Four-Q · April 28, 2024, 4:07am

Material Project is a very excellent project, and I get some useful data from it conveniently.
But I seemingly find that there’s a little point which can be improve.
The specific situation is like this:
I want to get all of the crystal_system corresponding to different mp-id in my dataframe.
So I use the python API to get crystal_system like this:

crystal_system = mpr.materials.summary.search(material_ids=df['mp-id'].tolist(), 
                            fields='symmetry'[0].symmetry.crystal_system
df['crystal_system'] = crystal_system

But I get a error, the length of crystal_system didn’t equal to the length of dataframe df. What I think is that when the api didn’t find a crystal_system for the mp-id, the api just ignores it and don’t return anything.

So I changed my code like this:

# add crystal_system for every mp-id in df
with MPRester(api_key) as mpr:
        for i, mpid in enumerate(df['mp-id']):
                try:
                        crystal_system = mpr.materials.summary.search(material_ids=mpid, fields='symmetry')[0].symmetry.crystal_system
                        df.loc[i, 'crystal_system'] = crystal_system
                except:
                        df.loc[i, 'crystal_system'] = None

But there is also a problem, that is, the efficiency of the second query is much slower.
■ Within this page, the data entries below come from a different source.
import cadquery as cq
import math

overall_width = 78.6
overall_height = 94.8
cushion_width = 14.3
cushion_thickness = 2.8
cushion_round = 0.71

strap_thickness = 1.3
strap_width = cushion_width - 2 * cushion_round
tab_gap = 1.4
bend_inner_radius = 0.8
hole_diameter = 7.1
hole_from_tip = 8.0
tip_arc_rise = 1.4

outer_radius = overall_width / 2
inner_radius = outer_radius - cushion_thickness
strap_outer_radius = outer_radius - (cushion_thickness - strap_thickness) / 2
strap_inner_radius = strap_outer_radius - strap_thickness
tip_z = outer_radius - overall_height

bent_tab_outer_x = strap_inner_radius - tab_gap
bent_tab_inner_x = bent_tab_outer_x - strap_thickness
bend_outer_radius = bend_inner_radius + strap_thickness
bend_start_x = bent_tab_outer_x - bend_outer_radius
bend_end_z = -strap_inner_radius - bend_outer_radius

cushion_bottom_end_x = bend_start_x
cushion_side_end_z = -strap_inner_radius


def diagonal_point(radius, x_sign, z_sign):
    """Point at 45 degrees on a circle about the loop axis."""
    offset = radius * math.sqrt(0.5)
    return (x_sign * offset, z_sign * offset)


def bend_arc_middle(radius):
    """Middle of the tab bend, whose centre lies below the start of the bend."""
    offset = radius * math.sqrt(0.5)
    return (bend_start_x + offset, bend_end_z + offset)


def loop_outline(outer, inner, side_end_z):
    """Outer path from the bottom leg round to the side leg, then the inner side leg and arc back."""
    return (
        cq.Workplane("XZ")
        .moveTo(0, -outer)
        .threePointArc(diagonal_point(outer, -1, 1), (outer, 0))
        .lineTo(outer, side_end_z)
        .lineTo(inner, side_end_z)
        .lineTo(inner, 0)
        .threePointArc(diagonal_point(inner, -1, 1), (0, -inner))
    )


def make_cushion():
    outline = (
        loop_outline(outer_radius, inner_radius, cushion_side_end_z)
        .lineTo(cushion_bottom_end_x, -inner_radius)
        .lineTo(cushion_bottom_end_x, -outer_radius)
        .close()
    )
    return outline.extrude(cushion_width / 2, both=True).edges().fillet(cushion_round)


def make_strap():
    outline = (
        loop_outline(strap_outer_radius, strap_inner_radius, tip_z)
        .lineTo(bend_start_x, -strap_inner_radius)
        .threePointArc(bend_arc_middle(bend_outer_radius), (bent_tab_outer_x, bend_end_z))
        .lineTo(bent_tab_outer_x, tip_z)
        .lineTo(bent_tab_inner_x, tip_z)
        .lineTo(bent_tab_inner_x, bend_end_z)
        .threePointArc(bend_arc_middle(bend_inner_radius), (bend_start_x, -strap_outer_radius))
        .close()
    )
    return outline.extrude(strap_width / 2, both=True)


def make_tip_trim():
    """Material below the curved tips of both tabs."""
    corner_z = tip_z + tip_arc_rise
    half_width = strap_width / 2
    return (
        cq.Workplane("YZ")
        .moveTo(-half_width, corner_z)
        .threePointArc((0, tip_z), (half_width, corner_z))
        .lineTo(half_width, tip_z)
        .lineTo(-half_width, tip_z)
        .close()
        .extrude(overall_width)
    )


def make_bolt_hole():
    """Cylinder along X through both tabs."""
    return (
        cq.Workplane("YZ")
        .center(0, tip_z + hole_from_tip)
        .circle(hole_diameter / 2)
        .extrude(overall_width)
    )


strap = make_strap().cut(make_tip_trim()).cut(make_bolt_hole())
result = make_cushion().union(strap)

The first way just spend 30 seconds, but the second way spend about 13 minutes, that’s terrible.

So I suggests that when didn’t find the corresponding crystal_system, the api should return something(maybe a None).
Or If you have a better solution for this, please let’s me know, because I really can’t think of a better way.
Thank you very much!!!

tschaume · May 10, 2024, 9:20pm

Thank you for reaching out! We’re glad to hear that the Materials Project is a valuable resource for you.

Retrieving materials one-by-one is definitely discouraged due to its inefficiency and its potential for getting rate-limited and/or blocked.
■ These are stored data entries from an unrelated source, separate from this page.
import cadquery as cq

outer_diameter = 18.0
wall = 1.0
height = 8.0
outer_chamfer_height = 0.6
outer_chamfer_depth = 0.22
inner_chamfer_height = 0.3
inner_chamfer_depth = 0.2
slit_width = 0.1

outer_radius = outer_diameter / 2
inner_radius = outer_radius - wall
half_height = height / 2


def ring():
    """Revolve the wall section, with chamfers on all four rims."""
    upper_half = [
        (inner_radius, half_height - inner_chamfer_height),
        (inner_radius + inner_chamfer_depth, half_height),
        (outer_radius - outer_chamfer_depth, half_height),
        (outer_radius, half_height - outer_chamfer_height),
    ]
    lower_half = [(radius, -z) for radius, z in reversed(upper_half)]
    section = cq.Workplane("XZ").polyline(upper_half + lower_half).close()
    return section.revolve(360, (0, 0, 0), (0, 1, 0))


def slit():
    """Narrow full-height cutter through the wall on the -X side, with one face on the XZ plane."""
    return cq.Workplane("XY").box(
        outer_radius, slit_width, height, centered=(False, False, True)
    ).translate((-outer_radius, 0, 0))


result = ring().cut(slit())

I’m not sure whether it’s a typo or not, but in your first code snippet, you’re only using the first result of the search (i.e. [0]), and are then trying to assign its crystal system to a DataFrame column. That’s destined to fail regardless of whether all material IDs in your query exist on MP or not.

The solution to ensure that entries in the crystal_systems column match your list of materials in the mp-id column is to also retrieve the material_id field and use it map IDs to their according crystal systems. See the following code snippet.

material_ids = ["mp-4", "mp-0"]  # df["mp-id"].to_list()

with MPRester(APIKEY) as mpr:
    docs = mpr.materials.summary.search(
        material_ids=material_ids,
        fields=["material_id", "symmetry.crystal_system"]
    )

map_dict = {
    doc.material_id: str(doc.symmetry.crystal_system)
    for doc in docs
}
df["crystal_systems"] = [map_dict.get(mpid) for mpid in material_ids]

HTH